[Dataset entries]

------------

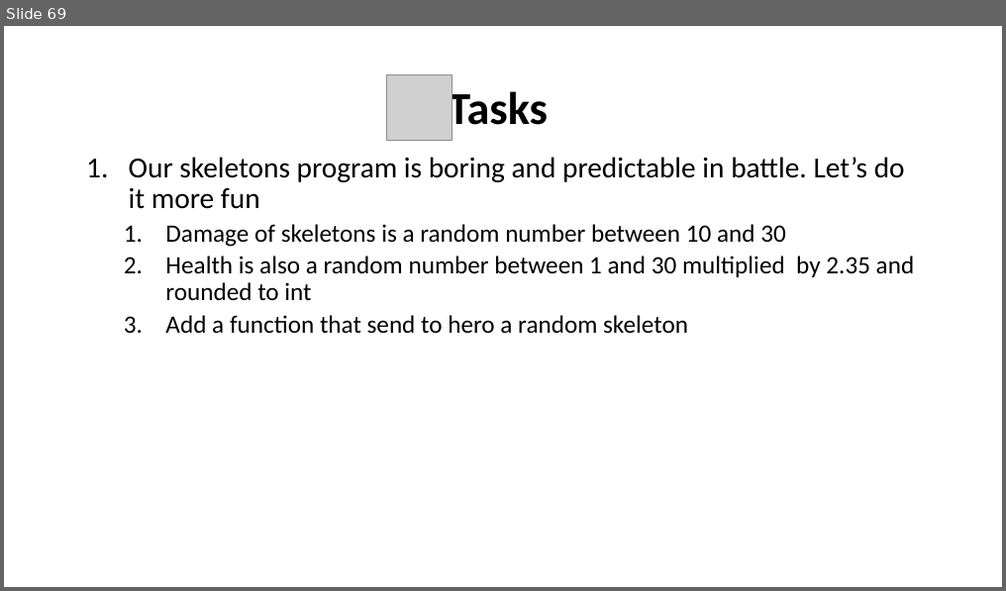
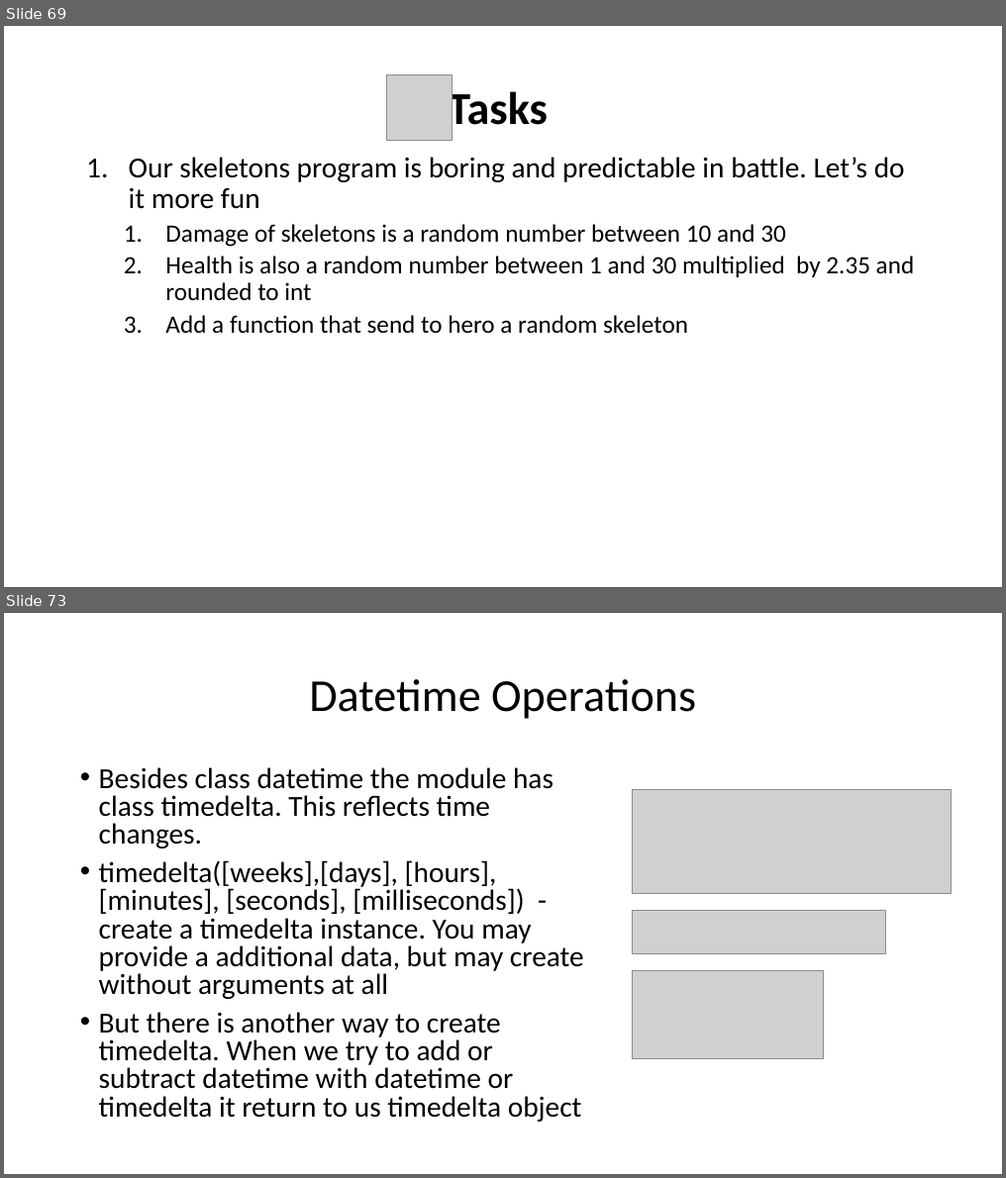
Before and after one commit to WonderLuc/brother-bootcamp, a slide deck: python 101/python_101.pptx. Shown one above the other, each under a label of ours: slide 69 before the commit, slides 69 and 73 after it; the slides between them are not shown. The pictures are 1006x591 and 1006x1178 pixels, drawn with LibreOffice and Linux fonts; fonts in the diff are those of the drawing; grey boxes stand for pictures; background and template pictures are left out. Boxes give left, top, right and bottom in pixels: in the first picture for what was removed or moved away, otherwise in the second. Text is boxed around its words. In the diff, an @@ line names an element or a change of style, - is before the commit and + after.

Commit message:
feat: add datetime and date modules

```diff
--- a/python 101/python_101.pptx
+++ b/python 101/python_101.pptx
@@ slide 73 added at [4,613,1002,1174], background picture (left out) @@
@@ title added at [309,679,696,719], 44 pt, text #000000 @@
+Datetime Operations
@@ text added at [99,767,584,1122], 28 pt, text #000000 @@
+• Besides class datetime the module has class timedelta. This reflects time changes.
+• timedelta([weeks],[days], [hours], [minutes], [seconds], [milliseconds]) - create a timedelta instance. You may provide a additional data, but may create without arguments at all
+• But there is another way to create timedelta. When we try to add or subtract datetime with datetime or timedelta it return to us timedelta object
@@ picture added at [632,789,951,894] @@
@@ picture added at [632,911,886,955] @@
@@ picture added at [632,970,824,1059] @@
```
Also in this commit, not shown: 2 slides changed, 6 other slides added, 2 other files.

------------

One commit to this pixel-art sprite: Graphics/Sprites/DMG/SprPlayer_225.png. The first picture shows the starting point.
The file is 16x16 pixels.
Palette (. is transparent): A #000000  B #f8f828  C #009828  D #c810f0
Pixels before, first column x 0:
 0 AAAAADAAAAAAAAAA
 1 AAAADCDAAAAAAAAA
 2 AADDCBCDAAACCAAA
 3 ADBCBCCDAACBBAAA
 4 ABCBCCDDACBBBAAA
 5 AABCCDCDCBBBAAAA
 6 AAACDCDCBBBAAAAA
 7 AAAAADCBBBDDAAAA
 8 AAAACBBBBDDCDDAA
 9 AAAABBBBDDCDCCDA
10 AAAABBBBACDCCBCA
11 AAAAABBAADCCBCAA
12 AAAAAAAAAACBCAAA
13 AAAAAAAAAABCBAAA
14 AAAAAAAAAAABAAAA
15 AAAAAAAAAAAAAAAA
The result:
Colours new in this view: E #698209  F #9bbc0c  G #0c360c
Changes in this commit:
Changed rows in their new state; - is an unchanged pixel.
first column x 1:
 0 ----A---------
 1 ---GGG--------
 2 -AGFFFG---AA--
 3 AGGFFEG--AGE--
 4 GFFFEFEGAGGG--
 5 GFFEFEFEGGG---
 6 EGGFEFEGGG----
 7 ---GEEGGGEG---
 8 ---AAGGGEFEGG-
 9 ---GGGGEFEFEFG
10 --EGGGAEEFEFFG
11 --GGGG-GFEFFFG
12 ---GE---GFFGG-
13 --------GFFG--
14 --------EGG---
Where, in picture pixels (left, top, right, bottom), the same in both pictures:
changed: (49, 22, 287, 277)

------------

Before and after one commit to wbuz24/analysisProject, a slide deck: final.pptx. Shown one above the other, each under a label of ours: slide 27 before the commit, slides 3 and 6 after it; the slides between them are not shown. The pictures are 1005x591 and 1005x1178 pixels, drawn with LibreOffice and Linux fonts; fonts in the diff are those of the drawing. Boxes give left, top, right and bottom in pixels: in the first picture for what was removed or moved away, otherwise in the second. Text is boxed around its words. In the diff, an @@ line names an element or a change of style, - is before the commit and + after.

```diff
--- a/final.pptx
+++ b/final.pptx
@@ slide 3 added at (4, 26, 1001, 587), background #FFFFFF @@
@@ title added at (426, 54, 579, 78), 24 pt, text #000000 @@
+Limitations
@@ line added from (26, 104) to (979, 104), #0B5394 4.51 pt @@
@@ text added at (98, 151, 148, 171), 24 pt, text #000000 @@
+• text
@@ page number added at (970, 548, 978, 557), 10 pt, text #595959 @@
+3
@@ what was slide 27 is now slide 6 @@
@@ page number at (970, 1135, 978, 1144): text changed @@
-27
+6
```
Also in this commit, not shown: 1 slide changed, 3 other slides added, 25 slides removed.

------------

_TASK:_ Above are the records; from them, give again exactly the lines from the one containing "Pixels before, first" to the one containing "changed: (49, 22, 287, 277)", both lines included, and nothing more.

_TASK RESPONSE:_
Pixels before, first column x 0:
 0 AAAAADAAAAAAAAAA
 1 AAAADCDAAAAAAAAA
 2 AADDCBCDAAACCAAA
 3 ADBCBCCDAACBBAAA
 4 ABCBCCDDACBBBAAA
 5 AABCCDCDCBBBAAAA
 6 AAACDCDCBBBAAAAA
 7 AAAAADCBBBDDAAAA
 8 AAAACBBBBDDCDDAA
 9 AAAABBBBDDCDCCDA
10 AAAABBBBACDCCBCA
11 AAAAABBAADCCBCAA
12 AAAAAAAAAACBCAAA
13 AAAAAAAAAABCBAAA
14 AAAAAAAAAAABAAAA
15 AAAAAAAAAAAAAAAA
The result:
Colours new in this view: E #698209  F #9bbc0c  G #0c360c
Changes in this commit:
Changed rows in their new state; - is an unchanged pixel.
first column x 1:
 0 ----A---------
 1 ---GGG--------
 2 -AGFFFG---AA--
 3 AGGFFEG--AGE--
 4 GFFFEFEGAGGG--
 5 GFFEFEFEGGG---
 6 EGGFEFEGGG----
 7 ---GEEGGGEG---
 8 ---AAGGGEFEGG-
 9 ---GGGGEFEFEFG
10 --EGGGAEEFEFFG
11 --GGGG-GFEFFFG
12 ---GE---GFFGG-
13 --------GFFG--
14 --------EGG---
Where, in picture pixels (left, top, right, bottom), the same in both pictures:
changed: (49, 22, 287, 277)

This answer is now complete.